Member of the West Virginia House of Delegates from the 10th district
- Incumbent
- Assumed office 2014

Personal details
- Born: September 23, 1946 (age 79) Parkersburg, West Virginia
- Party: Republican

= John R. Kelly =

American politician

John R. Kelly (born September 23, 1946) is an American Republican Party politician, who has represented Wood County in the West Virginia House of Delegates since 2014.

==Early life==
Kelly was born on September 23, 1946, in Parkersburg, West Virginia. He attended Glenville State College, Parkersburg Community College and Mountain State University.
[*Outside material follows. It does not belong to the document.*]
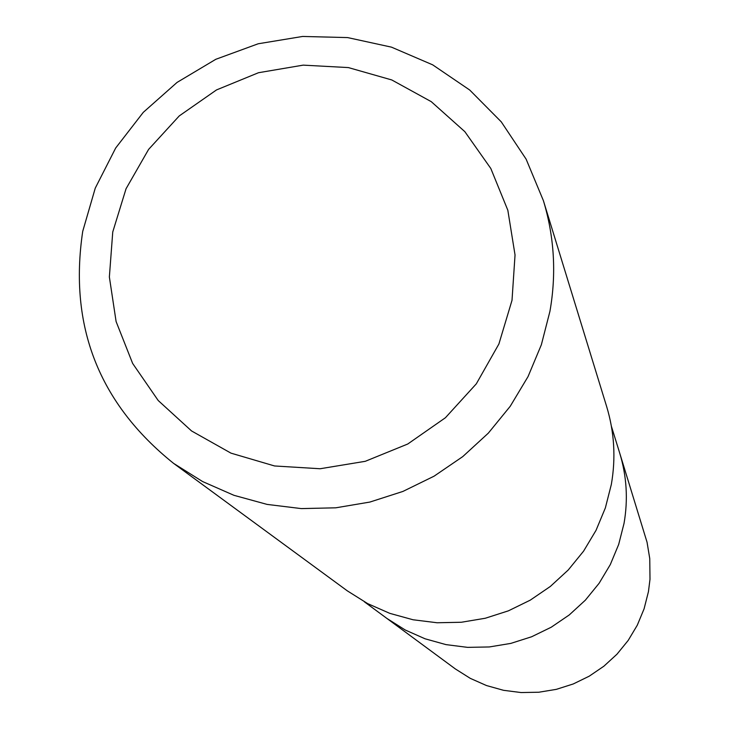 <?xml version="1.0" encoding="UTF-8"?>
<svg xmlns="http://www.w3.org/2000/svg" width="729" height="729" viewBox="0 0 729 729"><rect width="100%" height="100%" fill="white"/><g stroke="black" fill="none" stroke-linecap="round" stroke-linejoin="round"><path stroke-width="1.09" d="M611.403 426.301L619.686 453.019C626.73 476.083 628.179 499.538 624.033 523.386L618.675 544.463L610.31 564.574L599.12 583.273L585.341 600.186L569.258 614.939L551.224 627.222L531.605 636.772L510.819 643.397L489.323 646.951L467.562 647.361L445.993 644.618L425.071 638.795L405.242 630.002L386.926 618.447L455.37 668.949L470.314 678.371L486.48 685.542L503.52 690.308L521.098 692.55L538.822 692.231L556.327 689.352L573.249 683.966L589.214 676.193L603.894 666.197L616.98 654.195L628.188 640.426L637.292 625.19L644.09 608.815L648.446 591.638L649.995 579.291L649.758 558.578L647.051 542.248L619.686 453.019C626.73 476.083 628.179 499.538 624.033 523.386L618.675 544.463L610.31 564.574L599.12 583.273L585.341 600.186L569.258 614.939L551.224 627.222L531.605 636.772L510.819 643.397L489.323 646.951L467.562 647.361L445.993 644.618L425.071 638.795L405.242 630.002L386.926 618.447L364.418 601.844M543.378 200.603L606.628 406.481C614.365 432.042 615.932 458.04 611.33 484.475L605.352 507.94L596.04 530.329L583.574 551.16L568.228 570.005L550.331 586.453L530.238 600.158L508.395 610.838L485.268 618.256L461.32 622.256L437.09 622.757L413.07 619.768L389.769 613.344L367.68 603.621L347.268 590.818L173.62 463.398C98.907 403.456 68.608 326.109 82.723 231.339L95.253 188.155L115.683 148.014L143.285 112.348L177.065 82.413L215.83 59.286L258.184 43.776L302.635 36.45L347.605 37.58L391.473 47.148L432.671 64.835L469.713 90.022L501.251 121.834L526.119 159.141L543.378 200.603C554.35 236.843 556.537 273.758 549.93 311.347L541.365 344.735L528.042 376.601L510.227 406.29L488.312 433.154L462.742 456.618L434.065 476.183L402.9 491.437L369.913 502.053L335.796 507.812L301.277 508.596L267.087 504.404L233.963 495.319L202.589 481.55L173.62 463.398M112.749 231.977L126.053 188.738L148.598 149.409L179.252 115.92L216.504 89.931L258.503 72.718L303.191 65.136L348.362 67.578L391.774 79.953L431.258 101.659L464.838 131.657L490.808 168.472L507.84 210.271L515.038 254.968L512.013 300.312L498.891 344.015L476.31 383.837L445.41 417.744L407.748 444.016L365.256 461.311L320.095 468.747L274.569 465.968L230.984 453.146L191.545 430.948L158.211 400.522L132.642 363.434L116.102 321.553L109.368 276.993L112.749 231.977"/></g></svg>
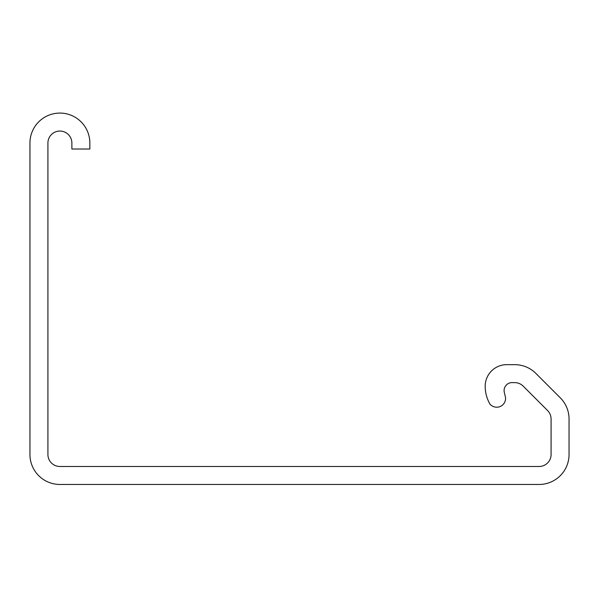 <?xml version="1.0" encoding="UTF-8"?>
<svg xmlns="http://www.w3.org/2000/svg" width="599" height="599" viewBox="0 0 599 599"><rect width="100%" height="100%" fill="white"/><g stroke="black" fill="none" stroke-linecap="round" stroke-linejoin="round"><path stroke-width="0.9" d="M492.543 406.167A9.307 9.307 0 0 1 489.997 404.175A35.91 35.91 0 0 1 485.19 386.22A21.564 21.564 0 0 1 506.754 364.656L514.713 364.656A29.95 29.95 0 0 1 535.895 373.432L560.275 397.818A29.95 29.95 0 0 1 569.05 418.993L569.05 454.506A29.95 29.95 0 0 1 539.1 484.456L59.9 484.456A29.95 29.95 0 0 1 29.95 454.506L29.95 143.026A29.95 29.95 0 0 1 59.9 113.076A29.95 29.95 0 0 1 89.85 143.026L89.85 149.016L71.88 149.016L71.88 143.026A11.98 11.98 0 0 0 59.9 131.046A11.98 11.98 0 0 0 47.92 143.026L47.92 454.506A11.98 11.98 0 0 0 59.9 466.486L539.1 466.486A11.98 11.98 0 0 0 551.08 454.506L551.08 418.993A11.98 11.98 0 0 0 547.568 410.525L523.189 386.138A11.98 11.98 0 0 0 514.713 382.626L512.781 382.626A7.982 7.982 0 0 0 504.321 392.435L505.556 397.601A8.865 8.865 0 0 1 492.543 406.167"/></g></svg>

He was in the United States Air Force from August 1967 to February 1971. While in the Air Force, he was as an honor guard from December 1968 until February 1971 and served at the Tomb of the Unknown Soldier.

==Political career==
Kelly was a member of the Parkersburg City Council from 1985 to 1996 and from 2013 to 2014. He was first elected to the West Virginia House of Delegates in 2014. As of 2021 he is chair of the House of Delegates' interim committee on natural gas development.

===Critical Infrastructure Protection Act===
In 2020 Kelly sponsored the Critical Infrastructure Protection Act, which created felony penalties for protests targeting oil and gas facilities. The law, which was passed with the support of Dominion Energy, the West Virginia Oil and Natural Gas Association, and the American Fuel and Petrochemical Manufacturers trade association, was described by Kelly as having been "requested by the natural gas industry".

===Election results===

Kelly was one of three candidates elected to represent the 10th district in 2018, with 20 percent of the vote, alongside fellow Republicans Tom Azinger and Vernon Criss. He was again one of three Republicans elected to represent to the 10th district in 2020, along with Criss and Roger Conley.